Peripheral arterial catheters. Peripheral arterial catheters are
commonly used in acute-care settings to monitor the hemodynamic status
of critically ill patients. Data suggest that peripheral arterial
catheters may be associated with a substantially lower risk of local
CRI and CR-BSI than are peripheral venous catheters left in place for a
comparable length of time.18 Although the reasons for the
differences in rates of CRI associated with these two types of
catheters are not clear, arterial catheters may be less prone to
colonization than are venous catheters because they are exposed to
higher vascular pressures.19 Factors shown to predispose patients
with peripheral arterial catheters to CRI are inflammation at the
catheter insertion site, catheterization >4 days, or catheter insertion
by cutdown.20 21 In contrast to peripheral venous catheters,
peripheral arterial catheters inserted in the lower extremities,
specifically the femoral area, do not clearly pose a greater risk of
infection than do peripheral arterial catheters inserted in upper
extremities or brachial areas.22
In addition to monitoring hemodynamic status, arterial catheters
may also be used to administer local intraarterial chemotherapy.
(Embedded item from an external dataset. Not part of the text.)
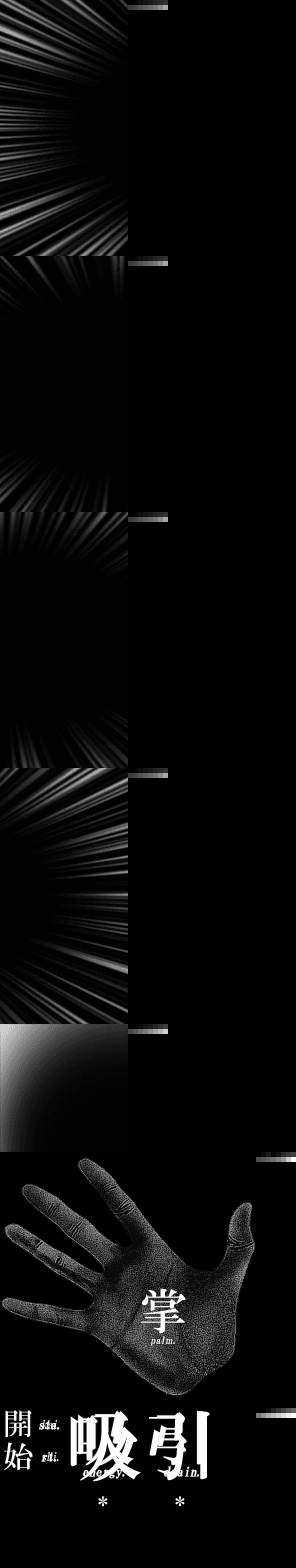
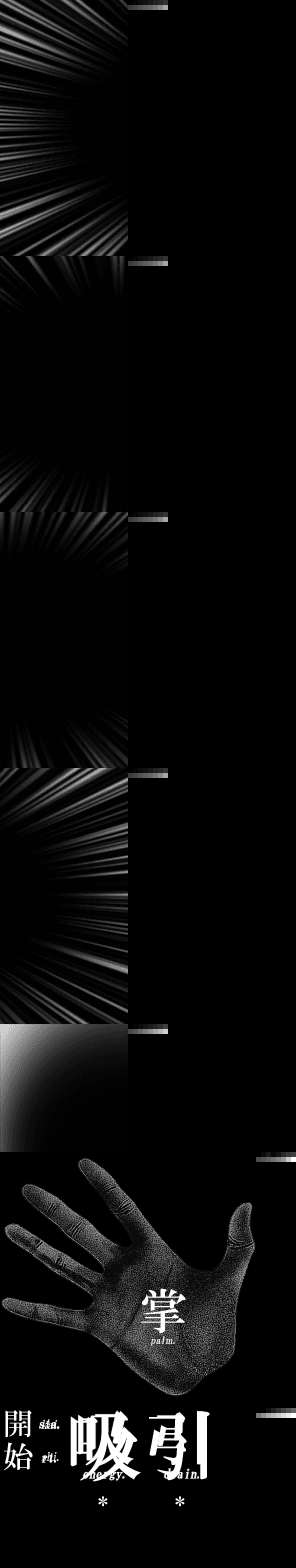
Layers edited between the first and the second 296 × 1568 image:
painted on "引 drain." over <box>164,1466,199,1479</box>
painted on "吸 energy." over <box>83,1469,125,1481</box>
painted on "sta. rt." over <box>39,1419,60,1463</box>

Although this is a well-established method for treating metastatic or
unresectable tumors, very little has been published on the infectious
complications associated with this form of therapy. Maki et al.
conducted an epidemiologic investigation of endarteritis associated
[[Page 49980]]
with intraarterial chemotherapy administration and identified several
risk factors for infection: leukopenia, hypoalbuminemia, prior
radiation therapy, difficult catheterization, and repeated manipulation
of the catheter.23
Midline catheters. Midline catheters are peripherally inserted
(into antecubital veins), six-inch elastomer catheters that do not
enter central veins, but have recently been used as an alternative to
central venous catheterization. Presently, there is little published
scientific data on which to assess the infectious risks posed by these
newer devices.
Nontunneled central venous catheters (CVCs). CVCs account for an
estimated 90% of all catheter-related bloodstream infections 6 and
nontunneled (percutaneously-inserted) CVCs are the most commonly used
central catheters. Among the factors that influence the risk of
infection associated with the use of CVCs are the number of catheter
lumens and the site at which the catheter is inserted.
Multilumen CVCs are often preferred by clinicians, because they
permit the concurrent administration of various fluids/medications and
hemodynamic monitoring among critically ill patients. In nonrandomized
trials, multilumen catheters have been associated with a higher risk of
infection than have their single-lumen counterparts.24-26 In two
of three randomized trials multilumen catheters were associated with an
increased risk of infection.27-29 Multilumen catheter insertion
sites may be particularly prone to infection because of increased
trauma at the insertion site and/or because multiple ports increase the
frequency of CVC manipulation.25 26 Although patients with
multilumen catheters tend to be more ill, the infection risk found with
the use of these catheters may be independent of the patient's
underlying disease severity.28
In addition to the number of lumens, the site at which a CVC is
inserted may play a major role in CVC-related infections. Five of six
studies have shown a significantly higher colonization or infection
rate with catheters inserted into the internal jugular vein compared
with those inserted into the subclavian vein, with a risk ratio as high
as 2.7.30-35 Other risk factors for CVC-related infections include
repeated catheterization, presence of a septic focus elsewhere in the
body, exposure of the catheter to bacteremia, absence of systemic
antimicrobial therapy,31 duration of catheterization, and type of
dressing.33
Central arterial catheters. Pulmonary artery catheters (PACs)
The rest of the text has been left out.